Users need to have basic Python knowledge (how to run code), and Anaconda or Python (version >= 3.7) has been installed on the computer. If using Anaconda, it is best to create a new environment.
Install the necessary third-party libraries in sequence:
Third-party libraries | Function |
---|---|
pandas | Form processing |
matplotlib | Draw bar chart |
pyyaml | Read configuration file |
jieba | Chinese word segmentation |
tqd | Print progress bar |
pyecharts | Draw word cloud |
One-click installation method:
pip install -r requirements.txt
The installation method is not the focus of this article. Basically, it is pip install
. If you encounter problems, please search for solutions online. I won’t go into details here.
The configuration file is config.yml
, which can be opened with Notepad. Of course, it is better to use a code editor because syntax highlighting is available.

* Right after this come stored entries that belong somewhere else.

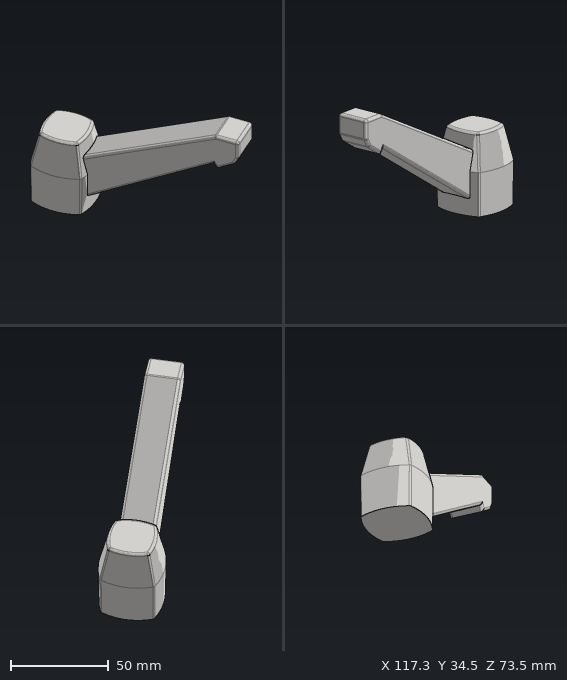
import cadquery as cq
import math

hub_width = 34.5
hub_height = 44.0
waist_height = 24.0
side_radius = 34.0
upper_draft = 13.4
lower_draft = 0.8
hub_corner_fillet = 1.8
hub_top_fillet = 1.6

arm_width = 19.0
arm_fillet = 1.6
arm_end_x = 100.0
arm_top_z = 73.5
arm_bend_x = 86.9
arm_end_bottom_z = 62.7
arm_top_angle = 27.4
arm_bottom_angle = 33.0
chin_x = 97.5
chin_z = 58.1
lip_length = 11.6
lip_depth = 3.5
arm_root_x = 5.9


def hub_section(inset):
    """Bowed square with rounded corners, moved inward from the waist outline by the inset."""
    half = hub_width / 2 - inset
    radius = side_radius - inset
    centre_offset = radius - half
    corner = (math.sqrt(2 * radius**2 - centre_offset**2) - centre_offset) / 2
    return (
        cq.Sketch()
        .arc((corner, corner), (0, half), (-corner, corner))
        .arc((-corner, corner), (-half, 0), (-corner, -corner))
        .arc((-corner, -corner), (0, -half), (corner, -corner))
        .arc((corner, -corner), (half, 0), (corner, corner))
        .assemble()
        .vertices()
        .fillet(hub_corner_fillet)
    )


def hub_part(end_height, draft):
    """The stretch of the hub that narrows from the waist to the end height."""
    length = end_height - waist_height
    inset = abs(length) * math.tan(math.radians(draft))
    end_section = hub_section(inset).moved(cq.Location(cq.Vector(0, 0, length)))
    return (
        cq.Workplane("XY", origin=(0, 0, waist_height))
        .placeSketch(hub_section(0), end_section)
        .loft(ruled=True)
    )


def make_hub():
    hub = hub_part(0, lower_draft).union(hub_part(hub_height, upper_draft))
    return hub.faces(">Z").edges().fillet(hub_top_fillet)


def make_arm():
    rise = math.tan(math.radians(arm_top_angle))
    angle = math.radians(arm_bottom_angle)
    lip_x = chin_x - lip_length * math.cos(angle)
    lip_z = chin_z - lip_length * math.sin(angle)
    notch_x = lip_x - lip_depth * math.sin(angle)
    notch_z = lip_z + lip_depth * math.cos(angle)
    profile = [
        (arm_root_x, arm_top_z - (arm_bend_x - arm_root_x) * rise),
        (arm_bend_x, arm_top_z),
        (arm_end_x, arm_top_z),
        (arm_end_x, arm_end_bottom_z),
        (chin_x, chin_z),
        (lip_x, lip_z),
        (notch_x, notch_z),
        (arm_root_x, notch_z - (notch_x - arm_root_x) * math.tan(angle)),
    ]
    arm = cq.Workplane("XZ").polyline(profile).close().extrude(arm_width / 2, both=True)
    for x, z in profile[1:5]:
        arm = arm.edges(cq.selectors.NearestToPointSelector((x, 0, z))).fillet(arm_fillet)
    return arm.faces("<Y or >Y").edges().fillet(arm_fillet)


result = make_hub().union(make_arm())
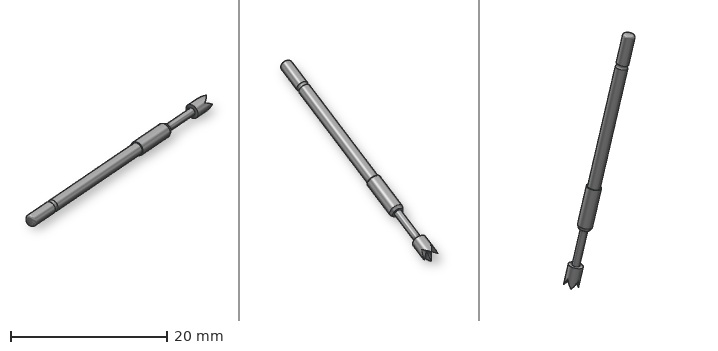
import cadquery as cq
import math

total_length = 36.3
tip_end = total_length / 2
tail_end = -total_length / 2

head_diameter = 2.0
head_length = 3.0
notch_depth = 1.2
notch_angles = (45, -45)
notch_overshoot = 2.0
plunger_diameter = 1.0

ring_diameter = head_diameter
ring_start = 8.28
ring_length = 6.0
ring_nose_length = 0.45
ring_nose_diameter = 1.55

tube_diameter = 1.67
tail_round = 0.35
crimp_from_tail = 4.5
crimp_width = 0.55
crimp_depth = 0.15

head_radius = head_diameter / 2
plunger_radius = plunger_diameter / 2
ring_radius = ring_diameter / 2
ring_nose_radius = ring_nose_diameter / 2
tube_radius = tube_diameter / 2

head_base = tip_end - head_length
ring_front = tip_end - ring_start
ring_shoulder = ring_front - ring_nose_length
ring_back = ring_front - ring_length
crimp_center = tail_end + crimp_from_tail


def turned_body():
    """Revolve the half outline, drawn as (radius, y), about the Y axis."""
    arc_inset = tail_round * (1 - math.sqrt(0.5))
    outline = (
        cq.Workplane("XY")
        .moveTo(0, tail_end)
        .lineTo(tube_radius - tail_round, tail_end)
        .threePointArc(
            (tube_radius - arc_inset, tail_end + arc_inset),
            (tube_radius, tail_end + tail_round),
        )
        .lineTo(tube_radius, crimp_center - crimp_width / 2)
        .threePointArc(
            (tube_radius - crimp_depth, crimp_center),
            (tube_radius, crimp_center + crimp_width / 2),
        )
        .lineTo(tube_radius, ring_back)
        .lineTo(ring_radius, ring_back)
        .lineTo(ring_radius, ring_shoulder)
        .lineTo(ring_nose_radius, ring_front)
        .lineTo(plunger_radius, ring_front)
        .lineTo(plunger_radius, head_base)
        .lineTo(head_radius, head_base)
        .lineTo(head_radius, tip_end)
        .lineTo(0, tip_end)
        .close()
    )
    return outline.revolve(360, (0, 0, 0), (0, 1, 0))


def crown_notch(angle):
    """V-notch across the head, turned about the Y axis by the given angle."""
    tip_offset = head_radius * math.sqrt(0.5)
    root = tip_end - notch_depth
    cutter_top = root + notch_depth * notch_overshoot
    cutter_half_width = tip_offset * notch_overshoot
    return (
        cq.Workplane("XY")
        .moveTo(0, root)
        .lineTo(cutter_half_width, cutter_top)
        .lineTo(-cutter_half_width, cutter_top)
        .close()
        .extrude(head_diameter, both=True)
        .rotate((0, 0, 0), (0, 1, 0), angle)
    )


result = turned_body()
for notch_angle in notch_angles:
    result = result.cut(crown_notch(notch_angle))
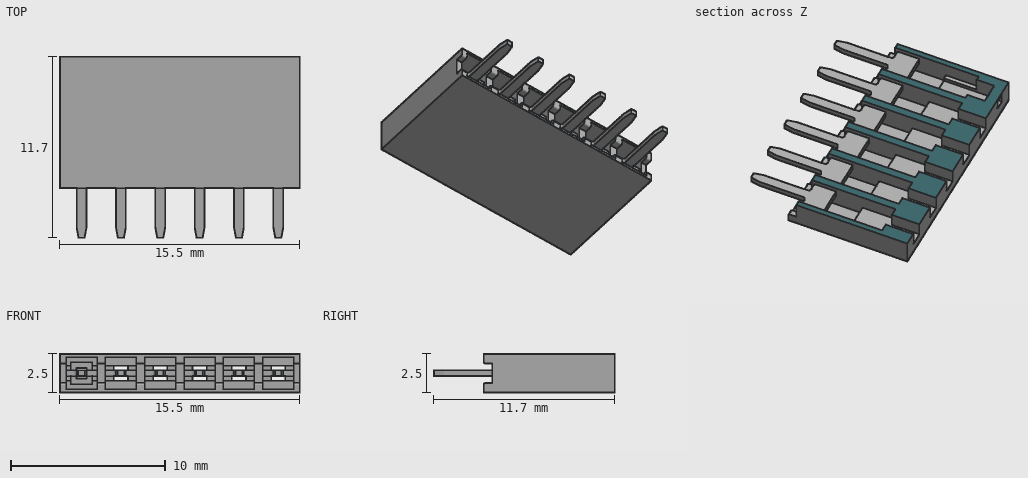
import cadquery as cq

length = 15.49
height = 2.5
housing_depth = 8.49

contact_count = 6
pitch = 2.54

notch_depth = 0.55
notch_height = 1.25
notch_lip_radius = 0.14

pocket_width = 2.0
pocket_height = 2.06
pocket_depth = 4.18

slot_height = 0.95
slot_depth = 6.5

socket_width = 0.9
first_cavity_width = 1.41
first_cavity_depth = 7.75
first_socket_width = 0.65

contact_thickness = 0.39
plate_front = 0.75
plate_length = 1.55
pin_width = 0.65
pin_reach = 3.2
pin_taper_length = 0.67
pin_tip_width = 0.4
pin_root_radius = 0.19

contact_positions = [(i - (contact_count - 1) / 2) * pitch for i in range(contact_count)]


def block(x, width, block_height, y_start, y_end):
    """Box centred on x and on mid-height, spanning y_start to y_end."""
    return (
        cq.Workplane("XY")
        .box(width, y_end - y_start, block_height, centered=(True, False, True))
        .translate((x, y_start, 0))
    )


def make_housing():
    """Rectangular body with a full-length notch whose lips are rounded."""
    body = block(0, length, height, 0, housing_depth)
    body = body.cut(block(0, length, notch_height, 0, notch_depth))
    lip_zone = cq.selectors.BoxSelector(
        (-length, -notch_depth, -pocket_height / 2),
        (length, notch_depth, pocket_height / 2),
    )
    notch_lips = body.faces("<Y").edges("|X").edges(lip_zone)
    return notch_lips.fillet(notch_lip_radius)


def make_cavity(index, x):
    """Pocket, slot and socket opening; the first contact has a square chamber and smaller socket."""
    cavity = block(x, pocket_width, pocket_height, 0, pocket_depth)
    cavity = cavity.union(block(x, pocket_width, slot_height, 0, slot_depth))
    if index == 0:
        chamber = block(x, first_cavity_width, first_cavity_width, 0, first_cavity_depth)
        socket = block(x, first_socket_width, first_socket_width, 0, housing_depth)
        return cavity.union(chamber).union(socket)
    socket = block(x, socket_width, slot_height, 0, housing_depth)
    return cavity.union(socket)


def make_contact(x):
    """Plate spanning the pocket, with rounded corners where the tapered pin leaves it."""
    half_plate = pocket_width / 2
    half_pin = pin_width / 2
    half_tip = pin_tip_width / 2
    plate_back = plate_front + plate_length
    taper_start = pin_taper_length - pin_reach
    root_start = plate_front - pin_root_radius
    half_root = half_pin + pin_root_radius
    profile = (
        cq.Workplane("XY")
        .moveTo(-half_plate, plate_back)
        .lineTo(-half_plate, plate_front)
        .lineTo(-half_root, plate_front)
        .radiusArc((-half_pin, root_start), pin_root_radius)
        .lineTo(-half_pin, taper_start)
        .lineTo(-half_tip, -pin_reach)
        .lineTo(half_tip, -pin_reach)
        .lineTo(half_pin, taper_start)
        .lineTo(half_pin, root_start)
        .radiusArc((half_root, plate_front), pin_root_radius)
        .lineTo(half_plate, plate_front)
        .lineTo(half_plate, plate_back)
        .close()
    )
    return profile.extrude(contact_thickness / 2, both=True).translate((x, 0, 0))


result = make_housing()
for index, x in enumerate(contact_positions):
    result = result.cut(make_cavity(index, x))
    result = result.union(make_contact(x))

The contents that can be set by yourself include
# 输入数据
# 下面这些文件都放在input_data目录下
# 聊天记录
msg_file : msg.csv
# 微信表情中英文对照表
emoji_file : emoji.txt
# 停用词表,一般是没有实际意义的词,不想让被分析到的词都放在这里
stopword_file : stopwords_hit_modified.txt
# 词语转换表,用于合并意义相近的词,比如把“看到”、“看见”、“看看”都转换为“看”
transform_file : transformDict.txt
# 用户自定义词典,用于添加大部分字典没有的、但自己觉得不能分开的词,如i人、e人、腾讯会议
user_dict_file : userDict.txt
# 名字
# name1是自己的名字
name1 : person 1
# name2是对方的名字
name2 : person 2
# name_both是双方共同的名字
name_both : both
# 局部参数
# top_k是绘制前多少个词
# 如果词或表情的出现频次低于word_min_count或emoji_min_count,就不会被分析
# figsize是绘图图窗尺寸,第一个是宽度,第二个是高度
word_specificity :
top_k : 25
word_min_count : 2
figsize :
- 10
- 12
emoji_specificity :
emoji_min_count : 1
top_k : 5
figsize :
- 10
- 12
word_commonality :
top_k : 25
figsize :
- 10
- 12
emoji_commonality :
top_k : 5
figsize :
- 12
- 12
time_analysis :
figsize :
- 12
- 8
You can run main.py
directly in the code editor, or you can run python main.py
in the command line (activate the previously created environment first).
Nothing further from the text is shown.